2009 Employee Stock Purchase Plan


The 2009 Employee Stock Purchase Plan (the “2009 ESPP”) allows for the issuance of 1,500,000 shares of our Class A common stock. The 2009 ESPP is intended to qualify as an “Employee Stock Purchase Plan” under Section 423 of the Internal Revenue Code of 1986, as amended, and is administered by the Compensation Committee of the Board of Directors.


Eligible employees are entitled to defer up to 10% of their base pay for the purchase of stock, up to $25,000 of fair market value of our Class A common stock annually. The purchase price is equal to 85% of the fair market value at the end of the purchase period. During 2013, a total of 77,005 shares were purchased under the 2009 ESPP at a weighted average price of $49.94 per share, which represented a weighted average discount from the fair market value of $8.81 per share. As of December 31, 2013, 604,288 shares remained available for purchase under the 2009 ESPP.

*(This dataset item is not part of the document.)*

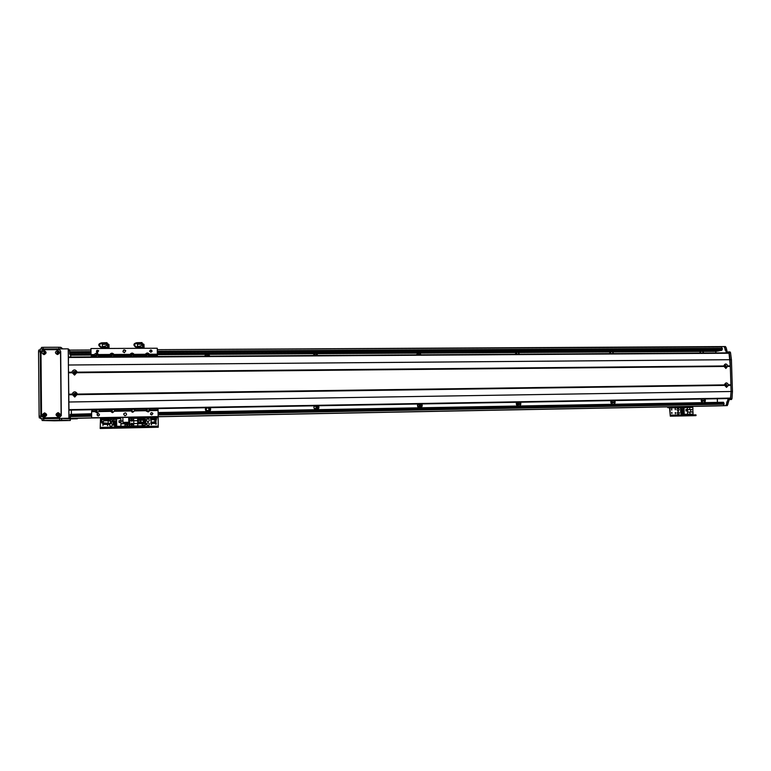<?xml version="1.0" encoding="UTF-8"?>
<svg xmlns="http://www.w3.org/2000/svg" width="771" height="771" viewBox="0 0 771 771"><rect width="100%" height="100%" fill="white"/><g stroke="black" fill="none" stroke-linecap="round" stroke-linejoin="round"><path stroke-width="1.16" d="M719.304 402.346L208.893 411.637C210.637 410.712 211.061 409.391 210.155 407.666M209.076 411.589L158.103 412.533M91.624 413.757L71.057 414.316M705.764 402.433L704.501 402.481M615.219 404.1L613.928 404.158M520.579 405.845L519.365 405.912C520.878 405.054 521.225 403.821 520.415 402.211M421.564 407.676L420.658 407.734C422.238 406.847 422.604 405.594 421.766 403.946M317.835 409.584L317.276 409.642C318.934 408.736 319.329 407.445 318.462 405.758M516.666 402.279C515.953 403.859 516.329 405.064 517.794 405.903M611.124 400.612C610.449 402.163 610.815 403.339 612.222 404.158M613.822 404.129C615.181 403.262 615.48 402.067 614.718 400.554M701.504 399.021C700.858 400.535 701.215 401.691 702.564 402.491M704.096 402.462C705.398 401.614 705.677 400.448 704.945 398.964M717.309 398.752L717.425 402.221M71.395 414.133L71.356 410.105M91.942 409.748L91.604 412.119M96.944 411.685L96.857 410.394M205.838 407.743C204.99 409.44 205.404 410.731 207.091 411.627M314.346 405.835C313.546 407.483 313.951 408.755 315.561 409.632M417.843 404.014C417.082 405.633 417.477 406.866 419.01 407.724M613.726 353.59L612.261 351.962L613.755 351.73L702.824 351.2L701.07 351.431L699.769 353.051M612.261 351.962L701.07 351.431M703.827 353.022L702.42 351.431L704.164 351.19L717.599 351.113L715.816 351.345L715.864 352.945M702.42 351.431L715.816 351.345M70.836 357.04L70.489 354.93L91.007 354.814M70.816 355.19L91.18 355.065M157.361 354.419L206.551 354.13L204.701 356.192M157.361 354.679L206.377 354.381M209.799 356.154L208.247 354.12L315.204 353.494L313.065 355.498M208.064 354.371L314.655 353.735M317.922 355.47L316.264 353.725L316.823 353.484L418.836 352.877L416.427 354.843M316.264 353.725L417.94 353.118M421.062 354.814L419.482 353.118L420.378 352.867L517.775 352.299L516.57 352.54L515.134 354.217M419.482 353.118L516.57 352.54M519.558 354.188L518.035 352.53L519.249 352.289L612.347 351.74L610.854 351.971L609.485 353.619M518.035 352.53L610.854 351.971M91.739 355.643L90.968 356.915M316.332 409.642C317.835 408.63 318.115 407.339 317.18 405.787M317.392 405.777L317.941 407.367L317.064 409.237L318.654 407.474L318.163 405.768M208.546 411.724C210.3 410.741 210.676 409.391 209.664 407.676M209.741 407.676L210.319 409.305L209.423 411.213L210.55 409.42L210.04 407.666M92.077 409.738L91.604 411.647M91.884 411.406L92.366 409.844M92.366 409.999L91.971 411.406M612.347 351.74L613.755 351.73M610.372 353.61L609.784 352.867M611.181 353.61L610.275 352.839L610.459 353.61M702.824 351.2L704.164 351.19M700.868 353.041L700.058 352.308M69.843 354.072L70.489 354.93M69.756 354.072L90.988 353.956L69.756 354.072L69.708 350.101L68.233 348.858L68.908 418.229L40.853 418.769L40.237 348.984L68.233 348.858M71.578 418.383L100.529 417.815L100.191 428.512L158.267 427.25L158.257 426.363L156.532 426.402L156.552 427.298M70.306 414.335L91.624 413.94L70.306 414.335L70.392 418.325L103.391 417.709L71.587 418.402M70.903 418.354L103.295 417.737L70.787 418.335M721.116 350.352L717.599 351.113M206.551 354.13L208.247 354.12M315.204 353.494L316.823 353.484M418.836 352.877L420.378 352.867M517.775 352.299L519.249 352.289M207.235 356.173L206.175 356.183M314.308 355.489L313.498 355.441M701.446 401.45L701.34 399.359M701.764 399.021L702.246 400.477L701.504 401.556M701.851 402.009L702.516 401.113L704.154 401.045L704.048 398.983M610.902 402.741L610.825 401.344M611.451 403.638L611.451 400.612M611.991 400.602L612.492 402.086L611.615 403.792M611.663 403.831L612.704 402.741L614.101 402.674L613.947 400.563M516.801 354.207L515.693 353.128M517.476 354.207L516.599 353.417L516.878 354.207M516.686 404.977L516.531 402.51M517.399 405.691L517.755 402.26M518.199 402.25L518.71 403.773L517.871 405.556L518.854 404.438L520.001 404.37L519.799 402.221M418.952 354.833L417.217 353.542M417.689 354.833L416.504 354.583M419.472 354.824L418.643 354.024L419.01 354.833M417.853 406.789L417.68 404.303M417.978 406.963L418.007 406.953C419.713 405.941 419.675 404.997 417.901 404.11L417.776 404.12M419.029 407.724C420.417 406.712 420.658 405.469 419.761 403.975M420.099 403.975L420.629 405.527L419.771 407.358L421.554 406.153L421.303 403.956M316.534 355.479L313.903 354.159M315.204 355.489L313.421 355.498M316.871 355.479L316.091 354.65L316.573 355.479M315.127 408.832C316.573 407.714 316.476 406.77 314.828 405.98M314.154 408.331L315.368 408.832C317.112 407.772 317.064 406.799 315.223 405.922L313.98 406.683M209.192 356.163L206.85 354.776L204.903 355.653M207.804 356.173L205.924 356.183M209.346 356.163L208.613 355.315L209.211 356.163M207.447 407.869L207.235 407.869C205.635 409.276 205.867 410.249 207.948 410.77C209.413 409.526 209.249 408.563 207.447 407.869M207.948 410.77C209.587 409.584 209.481 408.601 207.611 407.82L207.235 407.869M730.012 351.904L728.672 351.913L730.012 351.904L730.523 352.655L731.428 359.691L732.45 391.485L731.997 398.655L731.496 399.494L729.231 399.59L727.304 405.594L718.495 405.864L725.964 405.623L727.891 399.619L730.156 399.523L730.657 398.674L731.11 391.504L730.089 359.7L729.183 352.665L728.672 351.913L726.301 352.202L724.142 346.565L157.294 349.677L721.531 346.921L722.34 349.263L721.598 350.352L157.342 353.571L721.598 350.352M716.751 405.912L691.944 406.413L716.182 405.941M723.497 402.269L158.103 412.707L723.506 402.269L724.085 404.206L723.343 405.71L155.838 416.697L155.848 417.834L151.723 417.988L151.193 417.921L151.318 416.735L152.07 416.745L152.08 417.892M721.174 405.768L155.838 416.716L158.132 416.697L158.267 427.25M719.488 405.825L691.886 406.384L718.109 405.883M74.922 393.538L75.288 393.605C76.223 394.598 75.992 395.186 74.604 395.359C73.679 394.588 73.794 393.981 74.922 393.538M74.71 371.661L75.259 371.815C75.934 372.991 75.577 373.511 74.18 373.376L74.71 371.661M75.423 371.94L74.382 373.472M75.462 393.682L74.787 395.398M725.029 384.401L725.154 385.982M724.412 365.541L724.576 367.121M724.2 346.565L725.472 346.555L726.253 347.933L727.246 352.087M719.815 405.845L718.495 405.864M68.754 402.009L731.11 391.504L730.445 398.511L68.995 410.143L68.388 365.011L731.428 359.691M728.45 385.327L726.484 387.37L724.374 384.883C725.646 382.262 727.005 382.243 728.431 384.825L728.45 385.327L730.908 385.288L731.11 391.504L732.45 391.485M147.936 422.73C149.497 423.202 149.757 424.06 148.707 425.293C146.278 425.129 145.989 424.272 147.859 422.73L147.868 422.73C146.076 423.838 146.162 424.763 148.128 425.496M148.61 419.01L147.897 418.836C146.191 419.569 146.076 420.484 147.54 421.573M147.887 418.836L148.716 419.077C149.709 420.407 149.372 421.255 147.714 421.602C146.066 420.59 146.124 419.675 147.887 418.836M151.733 423.452L151.386 424.725L151.02 423.462L151.434 424.725M156.32 423.096L155.954 424.358L155.318 423.375L156.002 424.349M131.966 419.597L131.735 420.947M131.831 420.956L131.918 419.588L131.831 420.956M131.908 423.491L131.88 424.86M156.561 419.569L155.993 420.465M131.109 427.847L131.099 426.941L127.61 427.018L127.62 427.924M131.099 426.941L156.532 426.402M138.568 417.044L128.651 417.236L138.549 417.053L128.651 417.246L138.52 417.082L128.651 417.256L129.509 417.256L129.412 427.876L129.586 426.961L158.257 426.344M723.776 365.965C725.048 363.353 726.398 363.343 727.834 365.926L725.887 368.461L723.776 365.965L77.235 372.152L74.536 375.091L71.77 372.2C73.563 369.164 75.385 369.155 77.235 372.152M725.241 367.381L725.318 367.372C726.533 366.504 726.455 365.762 725.087 365.146C723.892 365.955 723.94 366.707 725.241 367.381M725.019 367.353L724.798 365.223M74.623 373.829C76.059 373.376 76.31 372.586 75.375 371.458C73.409 371.246 72.908 371.969 73.881 373.617L74.623 373.829M75.413 371.487C73.505 371.333 73.014 372.056 73.939 373.656M71.992 394.154C73.785 391.109 75.606 391.08 77.457 394.077L74.758 397.036L71.992 394.154L68.677 394.203M74.845 395.735C76.406 395.137 76.57 394.309 75.336 393.229C73.351 393.451 73.033 394.27 74.373 395.668L74.845 395.735M75.385 393.249C73.467 393.489 73.149 394.299 74.421 395.677M725.839 386.261L725.877 386.261C727.12 385.433 727.072 384.69 725.723 384.025C724.489 384.825 724.528 385.567 725.839 386.261M725.588 386.232L725.424 384.103M727.834 365.926L730.291 365.907L730.908 385.288M68.388 365.011L68.465 357.05L729 352.858L730.291 365.907M68.465 372.229L71.77 372.2M727.496 366.196L730.166 366.167M68.484 372.538L72.088 372.499M727.853 366.427L730.301 366.408M68.465 372.807L71.78 372.779M728.094 385.086L730.763 385.047M728.431 384.825L730.889 384.787M77.196 394.376L724.461 385.143M77.457 394.077L724.374 384.883M77.466 394.656L724.393 385.384M68.465 357.05L728.981 352.858M68.677 394.781L72.002 394.733M68.706 394.501L72.301 394.444M77.245 372.73L723.786 366.466M76.975 372.451L723.863 366.225M107.815 417.603L134.433 417.063L122.782 417.294L123.052 422.951L128.853 422.836L128.622 417.188M119.784 417.342L118.416 417.352L119.784 417.342M131.475 417.111L130.135 417.13L131.475 417.111M128.651 417.178L128.853 422.836M122.878 422.942L128.709 422.826L122.878 422.942M71.684 418.412L107.111 417.66L107.13 418.807L103.603 418.961M104.75 417.699L104.76 418.855M107.111 417.66L107.998 417.66L108.017 418.807L107.13 418.807M71.337 418.383L103.275 417.757L103.285 418.894M106.167 418.904L107.487 418.884M104.162 418.952L105.723 418.913M70.604 418.335L107.583 417.574M102.514 422.132L104.625 420.378L108.605 420.311L108.133 420.773L104.008 420.85M108.595 419.646L104.615 419.694L104.085 420.696L104.066 419.713L104.625 420.378M108.48 423.799L102.938 423.78L102.948 424.464L108.952 424.339C112.662 423.048 112.527 421.486 108.528 419.636L108.229 420.214C111.65 421.785 111.67 422.98 108.277 423.809L108.393 423.809M104.798 420.378L108.027 420.33M102.36 422.036L101.705 422.99L103.169 423.038L101.907 423.067M102.456 423.048L103.189 422.759M102.032 422.036L101.589 422.431L101.493 419.771L102.032 422.036L104.085 420.696M101.589 422.431L101.493 419.771M101.945 419.761L104.066 419.713M108.952 424.339L102.948 424.464M108.644 424.349C112.354 423.057 112.219 421.486 108.219 419.646M108.123 424.358L108.113 423.809M103.208 421.429L103.169 423.308M108.364 423.665L103.054 423.771M103.16 422.865L108.239 423.221M128.661 418.431L129.499 418.412L129.509 417.256L138.52 417.082L138.539 418.21L140.014 418.239L138.867 418.267M138.52 417.063L139.079 417.044L139.098 418.181M139.079 417.044L141.344 416.995L141.353 418.133L140.014 418.239M141.344 416.995L143.04 416.966L143.049 418.113L141.353 418.133M151.174 416.783L138.703 416.986M142.365 418.2L143.049 418.113M140.438 418.239L142.047 418.21M142.433 418.952L142.886 418.19M143.685 419.617L143.695 418.932L143.685 419.617L140.891 419.665L143.685 419.617L143.261 420.735M143.695 419.752L143.695 418.932L137.913 419.048L137.922 419.732L139.84 419.675L138.394 420.176L138.366 422.151L139.792 422.113M137.922 419.732L137.913 419.135M140.948 418.99L140.071 419.01L140.091 423.693L140.958 423.674L140.948 418.99L141.016 423.674L143.589 423.616L140.091 423.693M138.491 419.723L137.942 419.732L138.394 420.359M143.136 420.079L140.756 420.118M139.792 420.137L138.394 420.176M138.125 423.732L138.115 423.057L139.898 423.019M140.9 423L143.579 422.942L143.589 423.616M138.231 423.057L139.84 422.566M140.794 422.547L143.464 422.942M140.736 422.094L143.348 422.498M107.044 348.473L106.514 347.499L103.218 347.509M104.644 348.482L106.812 348.241M102.707 348.492L104.634 348.184M103.487 348.155L102.697 348.28M105.511 348.126L103.854 348.145M106.89 348.232L105.926 348.135M104.181 346.622L101.926 346.825L101.936 347.509L104.191 347.307L104.789 346.324L104.798 347.297L104.191 347.307M103.15 347.673L100.654 347.258C97.907 345.263 98.196 343.789 101.512 342.835L102.061 343.374C98.948 343.924 98.524 345.032 100.789 346.709L101.945 347.49M108.412 344.714L108.47 347.355L107.564 347.316L107.506 345.051L108.489 344.367L107.593 344.107L107.304 344.704M108.056 347.538L107.073 347.384L108.056 347.422M106.591 347.673L108.47 347.355M107.506 345.051L104.789 346.324M103.179 347.596L106.552 347.586M107.564 347.316L104.798 347.297M102.051 343.432C99.16 344.049 98.765 345.157 100.866 346.738M100.731 347.278L102.032 347.557M102.476 346.709L105.039 346.198M102.051 343.49L107.015 343.365L106.967 342.681L102.042 342.816L102.167 343.548M106.976 342.835L107.41 343.558M106.841 345.369L106.812 344.704L107.516 344.695M107.314 344.386L107.535 343.529M107.015 343.365L102.167 343.49L102.292 344.001M106.812 344.704L106.89 343.365M107.053 344.704L107.073 342.864M106.918 343.827L102.177 343.943M106.793 343.827L102.292 343.943L102.331 344.425M106.822 344.28L102.292 344.396M106.793 344.28L102.331 344.396L102.398 346.381M152.07 416.745L154.402 416.697L154.412 417.843M154.402 416.697L151.338 416.725M155.27 417.911L155.848 417.834M151.723 417.988L153.024 417.949M153.468 417.949L155 417.921M155.164 418.672L155.482 417.921M150.808 419.443L154.239 419.366L150.682 419.752L150.644 418.769L150.808 419.443L150.779 418.769L156.417 418.653L156.272 419.347M155.858 419.347L156.426 419.337M155.058 423.375L150.856 423.462L155.058 423.375C156.32 422.132 156.262 420.571 154.875 418.682L154.055 419.27C155.241 420.87 155.25 422.065 154.104 422.855L154.142 422.845M151.251 419.434L151.097 421.872M151.106 421.371L150.682 419.752M154.692 419.81L151.203 419.53M154.229 423.395C155.491 422.151 155.434 420.58 154.046 418.701M154.055 423.395L154.046 422.855M150.856 423.462L150.846 422.787L154.383 422.71M155.636 422.681L156.32 423.356M150.962 422.787L154.692 422.248M151.077 422.325L154.855 421.795M92.366 411.396L92.366 409.738M96.057 409.671C95.296 411.039 95.614 412.119 97.001 412.899L94.949 411.637L95.903 409.671M99.517 409.613L99.902 411.261M158.045 408.582L158.065 410.22L150.229 410.365L148.119 411.965L145.979 410.432L134.915 410.635L132.785 412.244L130.636 410.712L114.734 411.001L112.585 412.61L110.523 411.357L111.294 409.401M114.879 409.343L115.264 410.991M130.636 410.712L131.272 409.054M134.829 408.987L135.214 410.625M145.979 410.432L146.432 408.784M150.162 409.035L150.355 410.355M91.797 356.906L91.017 354.901L90.93 348.55L157.274 348.241L157.38 356.491M145.468 356.568L145.382 354.275C146.712 352.598 148.051 352.588 149.42 354.246L149.622 356.539M134.511 355.412C132.323 353.388 130.945 353.802 130.347 356.665L130.068 354.361C131.407 352.684 132.757 352.675 134.125 354.342L134.511 356.636M110.388 356.79L109.887 354.477C111.13 352.848 112.47 352.781 113.896 354.284L114.6 356.761M95.016 356.886L94.332 354.573C95.431 353.031 96.712 352.877 98.177 354.101L99.257 356.857M151.463 416.697L155.549 416.619M103.555 417.66L142.828 416.899M158.151 416.61L91.662 417.766L91.614 411.415L94.852 411.357M152.735 355.219L151.53 355.152L152.735 355.219M92.732 417.872L91.662 417.766M125.779 350.824C124.16 349.649 123.273 350.024 123.09 351.971M124.391 352.684L123.003 351.798C123.215 349.706 124.131 349.359 125.76 350.757L124.391 352.684M125.673 412.919C123.553 413.285 123.254 414.191 124.777 415.656C123.129 414.191 123.408 413.275 125.606 412.899C127.003 414.066 126.849 414.991 125.124 415.685L124.757 415.646M152.089 351.229C151.174 350.015 150.384 350.082 149.719 351.431M150.894 352.289L149.67 351.171C150.422 349.61 151.232 349.591 152.089 351.104L150.894 352.289M98.64 413.622C97.107 414.172 96.963 414.952 98.225 415.945M98.254 415.945L98.09 415.935C96.597 414.933 96.722 414.143 98.457 413.574C99.844 414.461 99.777 415.251 98.254 415.945M152.774 413.266C151.473 412.292 150.731 412.601 150.567 414.2L150.711 414.49M151.685 414.933L150.518 414.152C150.962 412.321 151.742 412.157 152.88 413.67L151.685 414.933M98.678 350.882C97.252 350.4 96.626 350.882 96.789 352.318M97.57 352.578L96.587 352.116C96.269 350.41 96.924 349.928 98.563 350.689L97.57 352.578M149.699 355.749C147.897 353.301 146.461 353.484 145.401 356.298L145.411 356.356M148.764 356.549L148.861 355.99C147.849 354.409 146.982 354.477 146.268 356.192L146.365 356.559M148.861 356.019C147.772 354.641 146.924 354.756 146.297 356.375M131.349 409.054L131.986 412.109M133.132 411.56C134.511 411.116 134.752 410.345 133.865 409.237C131.889 409.073 131.436 409.796 132.487 411.415L133.132 411.56M133.865 409.237C131.957 409.16 131.523 409.893 132.554 411.444M129.971 354.67L114.098 354.766C111.843 353.716 110.629 354.39 110.446 356.79M113.809 356.771L113.732 355.653C112.219 354.65 111.438 355.026 111.371 356.78M113.771 355.73C112.421 354.911 111.641 355.258 111.448 356.78M97.869 412.206C99.459 411.512 99.565 410.673 98.168 409.671C96.269 410.162 96.076 410.991 97.589 412.177L97.869 412.206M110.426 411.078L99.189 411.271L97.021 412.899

Compensation expense related to our 2009 ESPP is calculated based on the 15% discount from the per share market price on the date of grant.


2013 Stock Incentive Plan


Our 2013 Stock Incentive Plan, as amended, (the “2013 Plan”) allows for the granting of up to a total of 3.8 million nonqualified stock options and shares of restricted stock to our officers, key employees, directors and consultants. Our plan is administered by the Compensation Committee of the Board of Directors and permits accelerated vesting of outstanding awards upon the occurrence of certain changes in control. As of December 31, 2013, 1,573,080 shares of Class A common stock were available for future grants.


Restricted Stock Units (“RSUs”)


Restricted stock grants vest over a period up to six years from the date of grant. Restricted stock activity under our stock incentive plans was as follows:


   

Non-vested

stock grants

   

Weighted average

grant date fair value

 

Balance, December 31, 2012

    651,943     $ 13.35  

Granted

    239,324       43.13  

Vested

    (185,462 )     7.97  

Forfeited

    (28,447 )     19.12  

Balance, December 31, 2013

    677,358     $ 25.10  

In 2013, we granted 77,736 time-vesting RSUs to members of our Board of Directors and employees. Each grant entitles the holder to receive shares of our Class A common stock upon vesting. A quarter of the RSUs vest on each of the four anniversaries of the grant date.


Certain key employees were granted 52,820 performance and time-vesting RSUs in 2013. The RSUs entitled the holder to receive shares based on attaining a target level of adjusted net income per share for 2013. The RSUs are subject to forfeiture, in whole or in part, based on 2013 minimum performance measures and continuation of employment. RSUs that are not forfeited vest over four years from the grant date. The table below summarizes the percentage of granted RSUs earned based on the attainment thresholds:


   

Adjusted earnings

per share

attainment level

 

 

 

% of earned RSUs

 

Less than minimum

 

$0.00

or negative      0 %

Minimum

  $0.01       30  

Median

  $3.21       60  

Maximum

  $3.53       100  

The final attainment was calculated as 100% based on the 2013 adjusted net income per share of $4.02. We estimate a total compensation expense of $2.2 million associated with these performance and time-vesting RSUs, of which $0.5 million was recognized in 2013.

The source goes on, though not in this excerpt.